Benchmark U.S. crude-oil futures fell Thursday, retreating from gains that were earlier ushered in by an unexpected decline in weekly inventories.
Crude-oil prices for June delivery lost 36 cents, or 0.4%, to trade at $93.94 a barrel in electronic trade.
Later Thursday, investors will look through U.S. economic data, including weekly figures on jobless claims, for signals about future energy demand. Improvement in the labor market is also in focus at the Federal Reserve, which has to decide when it will start tapering down bond purchases that were aimed at stimulating economic growth.
Oil prices on Wednesday swung higher, ending up 9 cents, or 0.1%, on the New York Mercantile Exchange after the U.S. Energy Information Administration said crude supplies fell 600,000 barrels for the week ended May 10. Analysts polled by Platts had projected a rise of 300,000 barrels.
The decline in inventories gave the oil market the push needed to break free from losses stemming from demand worries after France, Germany and the euro zone each posted disappointing reports on quarterly economic activity.
The weak reports, including France’s return to recession, fueled gains for the U.S. dollar , which tends to hurt dollar-denominated oil prices.
Though the EIA’s weekly report was encouraging for those concerned about soft energy demand, crude stockpiles still remain high, at 394.9 million barrels. Last week’s total of 395.5 million was the highest weekly level in at least 30 years, according to EIA data that stretches back to as far as August 1982.
On Thursday, Brent crude oil for July delivery fell 39 cents, or 0.4%, to $103.29. The futures had risen 1% on Wednesday.
Natural gas for June delivery picked up 1 cent, or 0.2%, to $4.08 per million British thermal units. The EIA later Thursday will release its update on natural-gas supplies. Analysts polled by Platts expect to see a weekly increase of 93 billion to 97 billion cubic feet.
Natural-gas futures advanced Wednesday after AccuWeather.com released a forecast Wednesday showing another active Atlantic Hurricane season.
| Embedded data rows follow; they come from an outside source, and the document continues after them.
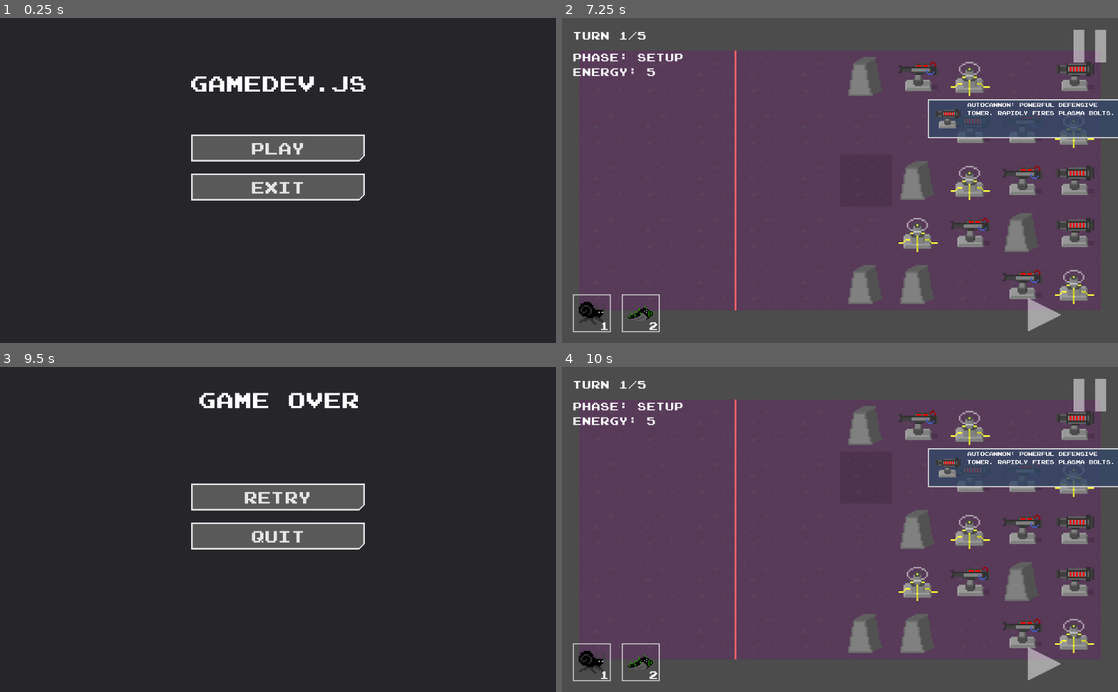
Above: before the commit, frames 1-4 (two rows, left to right).
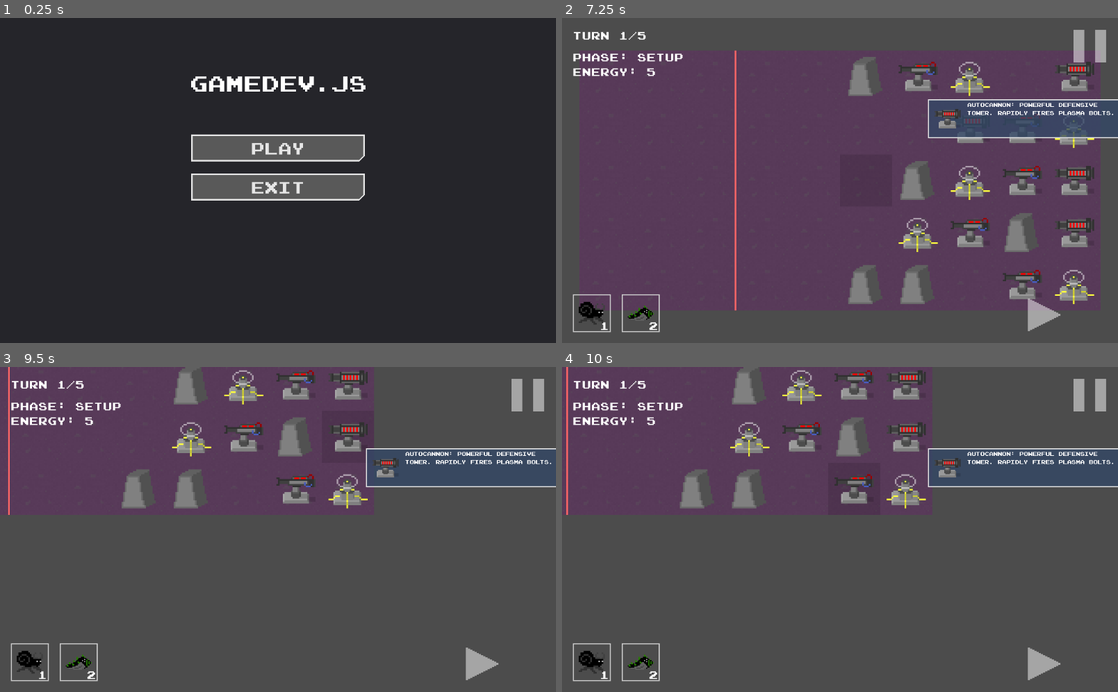
Above: after the commit, the same moments.

Repository: Exospud/Ephemera
Game: Godot game, scene res://screens/title/TitleScreen.tscn
The game is run twice, just before and just after one commit, with the same random seed, the same clock (stepped at 60 frames per second) and the same inputs.
Inputs (mouse positions are in pixels of both pictures, inside the frame that each line leads up to):
- Up to frame 1 (0.25 s): no input
- Up to frame 2 (7.25 s): click "Play" at 0.5 s; click "3" at 1.25 s; click (1045, 313) at 2 s; click (1045, 313) at 2.75 s; click "1" at 3.5 s; click "2" at 4.25 s; click "Autocannon: Powerful defensiv…" at 5 s; click (1090, 47) at 5.75 s; click "Restart" at 6.5 s
- Up to frame 3 (9.5 s): tap Enter (ui_accept) at 7.25, 7.35, 7.52, 7.82, 8.27, 8.3, 8.57, 8.85 s; move the mouse to (400, 513) at 7.27 s; hold Right (ui_right) 7.28-8.03 s; move the mouse to (166, 545) at 8.02 s; hold Down (ui_down) 8.03-8.78 s; tap R at 8.1 s; move the mouse to (333, 458) at 8.77 s; hold Right (ui_right) from 8.78 s (still down)
- Up to frame 4 (10 s): release Right (ui_right) at 9.5 s; click (840, 497) at 9.5 s, where only the run before the commit has a clickable "Retry"

Frames 1-2 are identical in both runs. In frame 3, 97% of the frame differs, in the area x 0-100%, y 0-100%; in frame 4, 9.4%.

Commit message:
Added depowered tower sprites
+ can no longer start stage without units placed

Diff:
--- a/game/entities/towers/Autocannon/Autocannon.tscn
+++ b/game/entities/towers/Autocannon/Autocannon.tscn
@@ -8,3 +8,5 @@
 
 [node name="Sprite" parent="." index="0"]
 texture = ExtResource( 2 )
+region_enabled = true
+region_rect = Rect2( 0, 0, 24, 24 )
--- a/game/entities/towers/Tower.gd
+++ b/game/entities/towers/Tower.gd
@@ -43,6 +43,13 @@
 	return false
 
 
+func _check_power_state():
+	if not _has_power() and sprite.texture.get_size().x > sprite.region_rect.size.x:
+		sprite.region_rect.position.x = sprite.region_rect.size.x
+	else:
+		sprite.region_rect.position.x = 0
+
+
 func _has_power() -> bool:
 	for e in get_tree().get_nodes_in_group("powered"):
 		if abs(e.cell.x - cell.x) + abs(e.cell.y - cell.y) > 1:
--- a/game/entities/towers/Tower.tscn
+++ b/game/entities/towers/Tower.tscn
@@ -18,4 +18,9 @@
 [node name="AttackTimer" type="Timer" parent="." index="2"]
 one_shot = true
 
+[node name="CheckPowerState" type="Timer" parent="." index="3"]
+wait_time = 0.1
+autostart = true
+
 [connection signal="timeout" from="AttackTimer" to="." method="_use_ability"]
+[connection signal="timeout" from="CheckPowerState" to="." method="_check_power_state"]
--- a/game/entities/towers/Turret/Turret.tscn
+++ b/game/entities/towers/Turret/Turret.tscn
@@ -7,3 +7,5 @@
 
 [node name="Sprite" parent="." index="0"]
 texture = ExtResource( 2 )
+region_enabled = true
+region_rect = Rect2( 0, 0, 24, 24 )
--- a/game/entities/towers/Wire/Wire.gd
+++ b/game/entities/towers/Wire/Wire.gd
@@ -17,10 +17,3 @@
 ## (OVERRIDE)
 func _has_target() -> bool:
 	return get_overlapping_areas().size() > 0
-
-
-func _check_power_state():
-	if _has_power():
-		$Sprite.region_rect.position.x = 32
-	else:
-		$Sprite.region_rect.position.x = 0
--- a/game/entities/towers/Wire/Wire.tscn
+++ b/game/entities/towers/Wire/Wire.tscn
@@ -18,9 +18,3 @@
 
 [node name="Collider" parent="." index="1"]
 shape = SubResource( 1 )
-
-[node name="PowerState" type="Timer" parent="." index="3"]
-wait_time = 0.1
-autostart = true
-
-[connection signal="timeout" from="PowerState" to="." method="_check_power_state"]
--- a/game/stage/Stage.gd
+++ b/game/stage/Stage.gd
@@ -37,7 +37,11 @@
 			_attempt_spawn()
 
 	if Input.is_action_just_pressed("ui_accept"):
-		start_turn() if setup_phase else end_turn()
+		if setup_phase:
+			if not get_tree().get_nodes_in_group(str(Entity.Alignment.FRIENDLY)).empty():
+				start_turn()
+		else:
+			end_turn()
 
 
 func _init_level():
--- a/global/Properties.gd
+++ b/global/Properties.gd
@@ -41,12 +41,12 @@
 	Towers.TURRET: {
 		"name": "Turret",
 		"desc": "Crudely constructed defensive tower. Slowly fires plasma bolts.",
-		"texture": preload("res://game/entities/towers/Turret/turret.png")
+		"texture": preload("res://game/entities/towers/Turret/turret_icon.png")
 	},
 	Towers.AUTOCANNON: {
 		"name": "Autocannon",
 		"desc": "Powerful defensive tower. Rapidly fires plasma bolts.",
-		"texture": preload("res://game/entities/towers/Autocannon/autocannon.png")
+		"texture": preload("res://game/entities/towers/Autocannon/autocannon_icon.png")
 	},
 	Towers.BARRICADE: {
 		"name": "Barricade",
@@ -56,7 +56,7 @@
 	Towers.WIRE: {
 		"name": "Electric Wire",
 		"desc": "Slows units passing over. If powered, deals damage as well.",
-		"texture": preload("res://game/entities/towers/Wire/charged_wire.png")
+		"texture": preload("res://game/entities/towers/Wire/wire_icon.png")
 	},
 }
 
Binary file changed: game/entities/towers/Autocannon/autocannon.png
Binary file added: game/entities/towers/Autocannon/autocannon_icon.png
Not shown, added: game/entities/towers/Autocannon/autocannon_icon.png.import
Binary file changed: game/entities/towers/Turret/turret.png
Binary file added: game/entities/towers/Turret/turret_icon.png
Not shown, added: game/entities/towers/Turret/turret_icon.png.import
Binary file changed: game/entities/towers/Wire/wire.png
Renamed: game/entities/towers/Wire/charged_wire.png -> game/entities/towers/Wire/wire_icon.png
Not shown, added: game/entities/towers/Wire/wire_icon.png.import

June gasoline futures were unchanged at $2.87 a gallon and June heating oil also held steady, at $2.88 a gallon.
The EIA on Wednesday said gasoline supplies climbed by 2.6 million barrels, while distillate stockpiles rose 2.3 million barrels. Gasoline stockpiles were expected to fall by 800,000 barrels, while forecasts called for a climb of that same amount for distillates, which include heating oil.